Phrase	Meaning	Reading
間に合う	to make it (in time for …)	間 is pronounced ま (“ma”)
この間	recently/the other day	間 is pronounced あいだ (“aida”)

A single kanji may be a word all by itself, or part of a larger word:

Word	Meaning	Reading
指	finger	指 is pronounced ゆび (“yubi”)
指す	to point (at something)	指 is pronounced さ (“sa”)

All of these factors mean that it can sometimes be difficult to discern what the intended reading of a particular word is. Maybe it’s ambiguous, rare, or a word the author constructed. On top of that, if you’re a learner of Japanese, maybe you simply haven’t learned that character yet, so you don’t know how it’s pronounced.

Therefore, sometimes authors will add pronunciation guides to their documents. In Japanese, pronunciation guides are placed above (in horizontal LTR texts) or to the right of (in vertical RTL texts) the words they are describing. The pronunciation guides are called “furigana.” Furigana are typeset using ruby annotations.
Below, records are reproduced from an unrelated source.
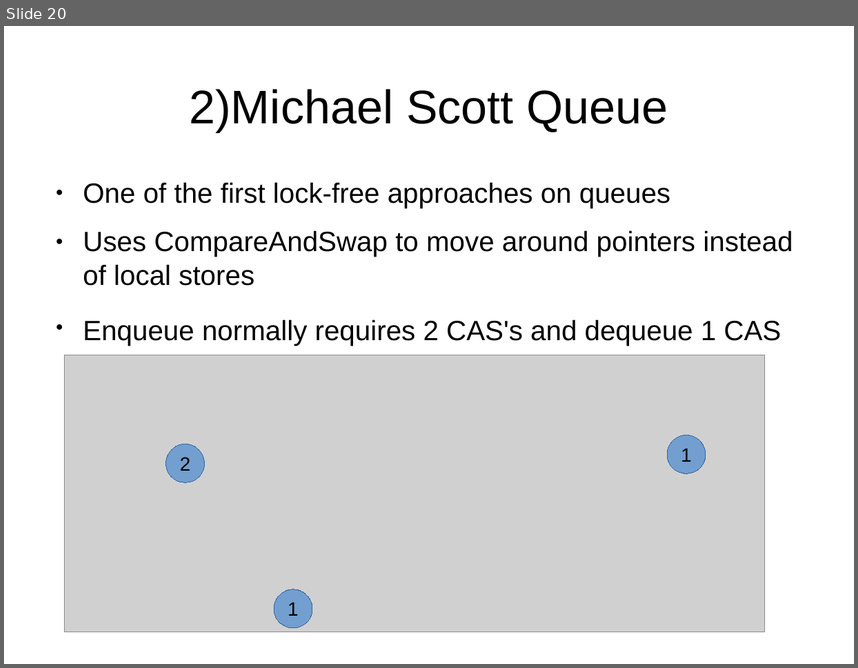
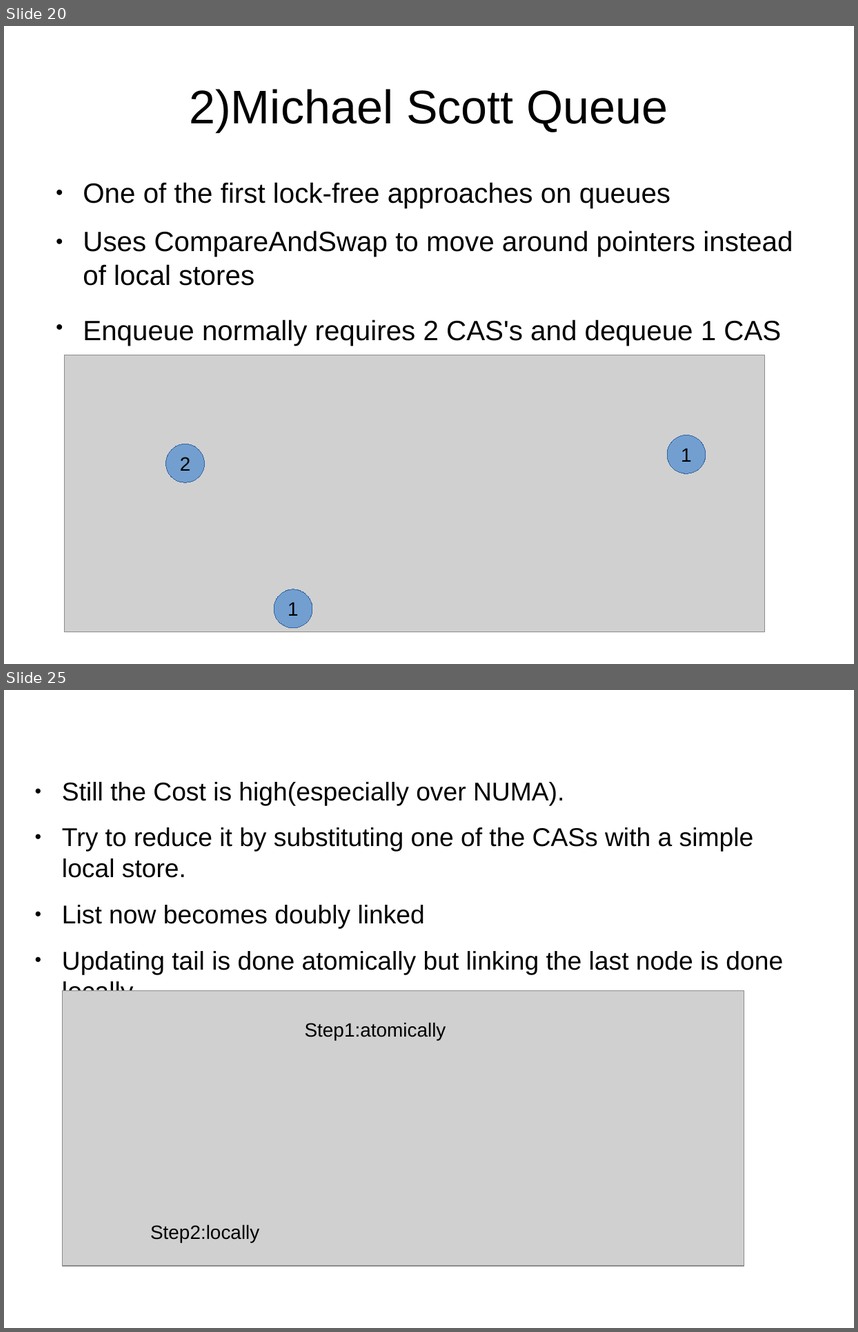
Before and after one commit to mpastyl/my_thesis, a slide deck: presentation.odp. Shown one above the other, each under a label of ours: slide 20 before the commit, slides 20 and 25 after it; the slides between them are not shown. The pictures are 858x668 and 858x1332 pixels, drawn with LibreOffice and Linux fonts; fonts in the diff are those of the drawing; grey boxes stand for pictures. Boxes give left, top, right and bottom in pixels: in the first picture for what was removed or moved away, otherwise in the second. Text is boxed around its words. In the diff, an @@ line names an element or a change of style, - is before the commit and + after.

```diff
--- a/presentation.odp
+++ b/presentation.odp
@@ slide 25 added at (4, 690, 854, 1328), background #FFFFFF @@
@@ text added at (62, 782, 783, 1005), 24 pt, text #000000 @@
+● Still the Cost is high(especially over NUMA).
+● Try to reduce it by substituting one of the CASs with a simple local store.
+● List now becomes doubly linked
+● Updating tail is done atomically but linking the last node is done locally
@@ picture added at (63, 991, 744, 1265) @@
@@ text added at (305, 1022, 446, 1041), 18 pt, text #000000 @@
+Step1:atomically
@@ text added at (150, 1224, 259, 1242), 18 pt, text #000000 @@
+Step2:locally
```
Also in this commit, not shown: 2 slides changed, 6 other slides added.

If your browser supports the <ruby> element, the below text should appear with furigana in the correct position:

日本(にほん)国(こく)、または日本(にほん)は、東(ひがし)アジアに位(い)置(ち)する民(みん)主(しゅ)制(せい)国(こっ)家(か)。²

Here’s a screenshot if the above example doesn’t render correctly:

See the tiny letters on top of the more complicated Chinese characters? That’s the furigana.

Software support

First of all, not all word processors support adding these ruby annotations. Google Docs, for example, conspicuously lacks any sort of user-friendly support for furigana. Microsoft Word and Apple’s Pages application both support pronunciation guides, but the process of adding them is not automated and is fairly tedious.

For example, here is the process in Pages:

Select the characters you to which you wish to add furigana.
Right click → “Phonetic Guide Text…”
Pages attempts to guess what the intended pronunciation guide is. In my experience, it’s correct around half the time. Thus, you type in the correct pronunciation and press return.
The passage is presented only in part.